What is the value of $P(A \cap B\ |\ C)$? 
Let $A,B,C$ be three events such that $P(A)=0.4,P(B)=0.5,P(A \cup B)=0.6,P(C)=0.6$ and $P(A \cap B \cap C^c)=0.1$. Then $P(A \cap B\ |\ C)$ is equal to
$(1)$ $\frac {1} {2}.$
$(2)$ $\frac {1} {3}.$
$(3)$ $\frac {1} {4}.$
$(4)$ $\frac {1} {5}.$

My attempt $:$
We know that $A \cap B = (A \cap B\ |\ C) \cup (A \cap B\ |\ C^c)$. Let $E=(A \cap B\ |\ C)$ and $F=(A \cap B\ |\ C^c)$. Then clearly $E$ and $F$ are mutually exclusive events. So $P(A \cap B) = P(E)+P(F).$  We have to find out $P(E).$
Now $P(E) = P(A \cap B) - P(F) = P(A)+P(B) - P(A \cup B) - \frac  {P(A \cap B \cap C^c)} {P(C^c)}=0.4+0.5-0.6 - \frac {0.1} {0.4}=0.3-0.25=0.05=\frac {1} {20}.$
Which does not equal to any of the options given above. What are my mistakes? Please help me in showing my misconceptions.
Thank you in advance.
 A: It should be
$$A \cap B = (A \cap B \cap C) \cup (A \cap B \cap C^c)$$
Guide:
First find $P(A \cap B)$.
Then find $P(A \cap B \cap C)=P(A \cap B) - P(A \cap B \cap C^c)$
Then find $P(A \cap B|C)$ using definition of conditional probability.

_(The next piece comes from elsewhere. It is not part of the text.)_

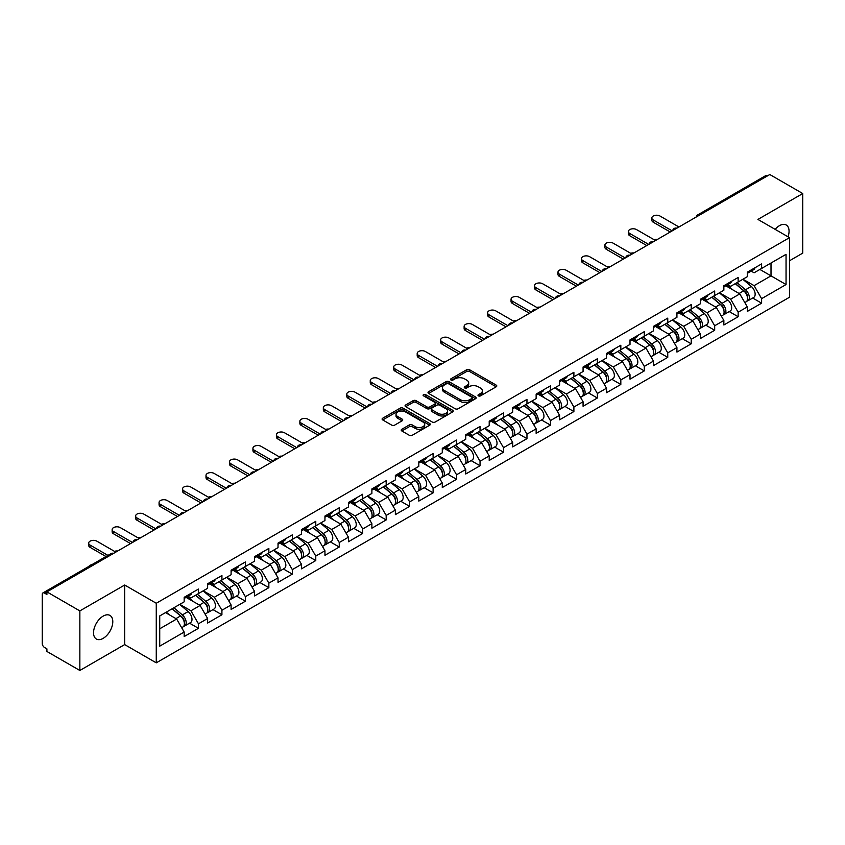 <?xml version="1.0" encoding="UTF-8"?>
<svg xmlns="http://www.w3.org/2000/svg" width="845" height="845" viewBox="0 0 845 845"><rect width="100%" height="100%" fill="white"/><g stroke="black" fill="none" stroke-linecap="round" stroke-linejoin="round"><path stroke-width="1.27" d="M478.418 395.861A1.458 0.845 0 0 0 480.488 395.861L496.173 386.809A2.091 1.204 0 0 0 496.786 385.954A2.091 1.204 0 0 0 496.173 385.098L469.598 369.761A2.091 1.204 0 0 0 466.651 369.761L450.955 378.813A1.458 0.845 0 0 0 450.533 379.416A1.458 0.845 0 0 0 450.955 380.007A1.458 0.845 0 0 0 453.026 380.007L455.054 378.835A6.686 3.855 0 0 1 464.507 378.835L466.725 380.113A6.686 3.855 0 0 1 468.679 382.848A6.686 3.855 0 0 1 466.725 385.573L464.687 386.746A1.458 0.845 0 0 0 464.264 387.337A1.458 0.845 0 0 0 464.687 387.939A1.458 0.845 0 0 0 466.757 387.939L468.785 386.767A6.686 3.855 0 0 1 478.238 386.767L480.456 388.045A6.686 3.855 0 0 1 482.411 390.77A6.686 3.855 0 0 1 480.456 393.495L478.418 394.668A1.458 0.845 0 0 0 477.995 395.27A1.458 0.845 0 0 0 478.418 395.861L478.418 394.668M103.164 616.111A13.615 7.858 -60 0 1 109.977 615.435A13.615 7.858 -60 0 1 112.058 626.346A13.615 7.858 -60 0 1 103.164 638.345A13.615 7.858 -60 0 1 96.362 639.021A13.615 7.858 -60 0 1 94.27 628.11A13.615 7.858 -60 0 1 103.164 616.111M775.118 229.344A13.615 7.858 -60 0 1 779.439 225.678A13.615 7.858 -60 0 1 786.241 225.002A13.615 7.858 -60 0 1 788.036 236.811M401.829 429.26A2.091 1.204 0 0 0 401.217 430.105A2.091 1.204 0 0 0 401.829 430.961L409.286 435.27A2.091 1.204 0 0 0 412.244 435.27L429.661 425.204A2.091 1.204 0 0 0 430.274 424.359A2.091 1.204 0 0 0 429.661 423.503L403.086 408.156A2.091 1.204 0 0 0 400.139 408.156L382.711 418.222A2.091 1.204 0 0 0 382.098 419.067A2.091 1.204 0 0 0 382.711 419.923L391.721 425.119A2.091 1.204 0 0 0 394.668 425.119L402.125 420.821A2.091 1.204 0 0 0 402.738 419.965A2.091 1.204 0 0 0 402.125 419.109L397.657 416.532A5.588 3.222 0 0 1 396.03 414.251A5.588 3.222 0 0 1 399.474 411.272A5.588 3.222 0 0 1 405.558 411.98L423.06 422.077A5.588 3.222 0 0 1 424.686 424.359A5.588 3.222 0 0 1 421.243 427.338A5.588 3.222 0 0 1 415.159 426.64L412.244 424.95A2.091 1.204 0 0 0 409.286 424.95L401.829 429.26L401.829 430.961M124.68 585.025L79.852 610.903L46.908 591.88L769.806 174.524L802.75 193.537L757.923 219.425L789.515 237.656L156.262 603.256L124.68 585.025L124.68 644.598L156.262 662.839L156.262 603.256M455.201 408.758A2.091 1.204 0 0 0 458.159 408.758L475.577 398.703A2.091 1.204 0 0 0 476.189 397.847A2.091 1.204 0 0 0 475.577 396.992L449.001 381.655A2.091 1.204 0 0 0 446.054 381.655L428.626 391.71A2.091 1.204 0 0 0 428.014 392.566A2.091 1.204 0 0 0 428.626 393.411L455.201 408.758M424.116 396.178A1.458 0.845 0 0 1 425.605 396.389L425.605 394.647L452.624 410.247A2.091 1.204 0 0 1 453.237 411.103A2.091 1.204 0 0 1 452.624 411.959L435.196 422.014A2.091 1.204 0 0 1 432.249 422.014L405.674 406.667L405.674 404.966A2.091 1.204 0 0 0 405.061 405.811A2.091 1.204 0 0 0 405.674 406.667M405.674 404.966L413.131 400.657A2.091 1.204 0 0 1 416.078 400.657L426.862 406.878A2.091 1.204 0 0 0 429.809 406.878L434.752 404.026A2.091 1.204 0 0 0 435.365 403.171A2.091 1.204 0 0 0 434.752 402.326L423.535 395.84A1.458 0.845 0 0 1 423.102 395.249A1.458 0.845 0 0 1 424.01 394.467A1.458 0.845 0 0 1 425.605 394.647M156.262 662.839L789.515 297.229L789.515 237.656M189.533 623.166L198.459 628.31L198.459 623.8L190.938 610.777L179.805 604.344M198.459 628.31L184.168 636.56L184.168 632.049L159.726 646.161L159.726 615.942L184.168 601.83L184.168 597.309L198.459 589.06L198.459 593.581L207.627 588.278L207.627 583.768L221.918 575.519L221.918 580.029L231.097 574.737L231.097 570.217L245.388 561.967L245.388 566.488L254.556 561.186L254.556 556.665L268.847 548.416L268.847 552.936L278.026 547.634L278.026 543.124L292.317 534.874L292.317 539.385L301.496 534.093L301.496 529.572L315.776 521.323L315.776 525.843L324.955 520.541L324.955 516.031L339.246 507.782L339.246 512.292L348.425 507L348.425 502.479L362.706 494.23L362.706 498.751L371.884 493.448L371.884 488.938L386.176 480.678L386.176 485.199L395.354 479.907L395.354 475.386L409.635 467.137L409.635 471.647L418.814 466.355L418.814 461.835L433.105 453.585L433.105 458.106L442.284 452.804L442.284 448.294L456.564 440.044L456.564 444.554L465.743 439.263L465.743 434.742L480.034 426.493L480.034 431.013L489.213 425.711L489.213 421.201L503.504 412.951L503.504 417.462L512.672 412.17L512.672 407.649L526.963 399.4L526.963 403.921L536.142 398.618L536.142 394.097L550.433 385.848L550.433 390.369L559.601 385.066L559.601 380.556L573.892 372.307L573.892 376.817L583.071 371.525L583.071 367.005L597.362 358.755L597.362 363.276L606.53 357.974L606.53 353.463L620.821 345.214L620.821 349.724L630 344.433L630 339.912L644.291 331.662L644.291 336.183L653.46 330.881L653.46 326.371L667.751 318.121L667.751 322.632L676.929 317.34L676.929 312.819L691.221 304.57L691.221 309.08L700.389 303.788L700.389 299.267L714.68 291.018L714.68 295.539L723.859 290.236L723.859 285.726L738.15 277.477L738.15 281.987L747.318 276.695L747.318 272.174L761.609 263.925L761.609 268.446L786.051 254.334L786.051 284.554L761.609 298.665L754.089 285.642L742.956 279.209M752.684 298.031L761.609 303.175L761.609 298.665M761.609 303.175L747.318 311.425L747.318 306.915L738.15 312.206L730.629 299.183L719.496 292.761M729.224 311.573L738.15 316.727L738.15 312.206M738.15 316.727L723.859 324.976L723.859 320.466L714.68 325.758L707.159 312.734L696.026 306.302M705.755 325.124L714.68 330.279L714.68 325.758M714.68 330.279L700.389 338.528L700.389 334.007L691.221 339.31L683.7 326.276L672.567 319.854M682.295 338.665L691.221 343.82L691.221 339.31M691.221 343.82L676.929 352.069L676.929 347.559L667.751 352.851L660.23 339.827L649.097 333.405M658.825 352.217L667.751 357.372L667.751 352.851M667.751 357.372L653.46 365.621L653.46 361.1L644.291 366.403L636.771 353.379L625.638 346.946M635.366 365.769L644.291 370.913L644.291 366.403M644.291 370.913L630 379.162L630 374.652L620.821 379.944L613.301 366.92L602.168 360.498M611.896 379.31L620.821 384.464L620.821 379.944M620.821 384.464L606.53 392.714L606.53 388.193L597.362 393.495L589.842 380.472L578.709 374.039M588.437 392.862L597.362 398.016L597.362 393.495M597.362 398.016L583.071 406.265L583.071 401.745L573.892 407.047L566.372 394.013L555.239 387.591M564.967 406.403L573.892 411.557L573.892 407.047M573.892 411.557L559.601 419.807L559.601 415.296L550.433 420.588L542.912 407.565L531.78 401.132M541.508 419.954L550.433 425.109L550.433 420.588M550.433 425.109L536.142 433.358L536.142 428.837L526.963 434.14L519.443 421.106L508.31 414.684M518.038 433.496L526.963 438.65L526.963 434.14M526.963 438.65L512.672 446.899L512.672 442.389L503.504 447.681L495.973 434.657L484.85 428.235M494.578 447.047L503.504 452.202L503.504 447.681M503.504 452.202L489.213 460.451L489.213 455.93L480.034 461.233L472.513 448.209L461.381 441.777M471.109 460.599L480.034 465.743L480.034 461.233M480.034 465.743L465.743 473.992L465.743 469.482L456.564 474.774L449.044 461.75L437.921 455.328M447.649 474.14L456.564 479.295L456.564 474.774M456.564 479.295L442.284 487.544L442.284 483.034L433.105 488.325L425.584 475.302L414.451 468.869M424.179 487.692L433.105 492.846L433.105 488.325M433.105 492.846L418.814 501.096L418.814 496.575L409.635 501.877L402.114 488.843L390.992 482.421M400.72 501.233L409.635 506.387L409.635 501.877M409.635 506.387L395.354 514.637L395.354 510.126L386.176 515.418L378.655 502.395L367.522 495.973M377.25 514.785L386.176 519.939L386.176 515.418M386.176 519.939L371.884 528.188L371.884 523.668L362.706 528.97L355.185 515.946L344.063 509.514M353.78 528.336L362.706 533.48L362.706 528.97M362.706 533.48L348.425 541.729L348.425 537.219L339.246 542.511L331.726 529.488L320.593 523.066M330.321 541.877L339.246 547.032L339.246 542.511M339.246 547.032L324.955 555.281L324.955 550.76L315.776 556.063L308.256 543.039L297.134 536.607M306.851 555.429L315.776 560.573L315.776 556.063M315.776 560.573L301.496 568.833L301.496 564.312L292.317 569.614L284.797 556.58L273.664 550.158M283.392 568.97L292.317 574.125L292.317 569.614M292.317 574.125L278.026 582.374L278.026 577.864L268.847 583.156L261.327 570.132L250.194 563.699M259.922 582.522L268.847 587.676L268.847 583.156M268.847 587.676L254.556 595.926L254.556 591.405L245.388 596.707L237.867 583.673L226.735 577.251M236.463 596.063L245.388 601.217L245.388 596.707M245.388 601.217L231.097 609.467L231.097 604.957L221.918 610.248L214.398 597.225L203.265 590.803M212.993 609.615L221.918 614.769L221.918 610.248M221.918 614.769L207.627 623.019L207.627 618.498L198.459 623.8M188.023 596.243L190.938 597.922L198.459 593.581M190.938 610.777L200.107 605.474L186.069 597.373M207.627 618.498L200.107 605.474M211.493 582.691L214.398 584.37L221.918 580.029M214.398 597.225L223.576 591.933L209.539 583.821M231.097 604.957L223.576 591.933M234.952 569.15L237.867 570.829L245.388 566.488M237.867 583.673L247.036 578.381L232.998 570.28M254.556 591.405L247.036 578.381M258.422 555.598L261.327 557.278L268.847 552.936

A: $E$ and $F$ are not mutually exclusive events; there not even events.
One good idea is to compute $P(A \cap B)$:
$$\frac{6}{10} = P(A \cup B)  =P(A) + P(B) - P(A \cap B) = \frac{9}{10} - P(A \cap B)$$
and it follows that $P(A \cap B) = \frac{3}{10}$.
The law of total probabilities says in this case:
$$P(A \cap B) = P(A \cap B | C)P(C) + P(A \cap B| C^c)P(C^c)$$
as $C$ and $C^c$ are mutually exclusive events. Hence $P(C^c) = 1-P(C)$
Also by definition:
$$P(A \cap B | C^c)= \frac{P(A \cap B \cap C^c)}{P(C^c)}$$
Now you know all necessary values to solve for $P(A \cap B|C)$. 
A: We can get $$ P(A\cap B)=0.3$$ from the usual formula.
Then we have $$ P(A\cap B|C) = \frac{P(A\cap B\cap C)}{P(C)}.$$
And finally we have that $$P(A\cap B \cap C) + P(A\cap B\cap C^c) = P(A\cap B) $$
Combining these three equations with the known values gives one of the answers.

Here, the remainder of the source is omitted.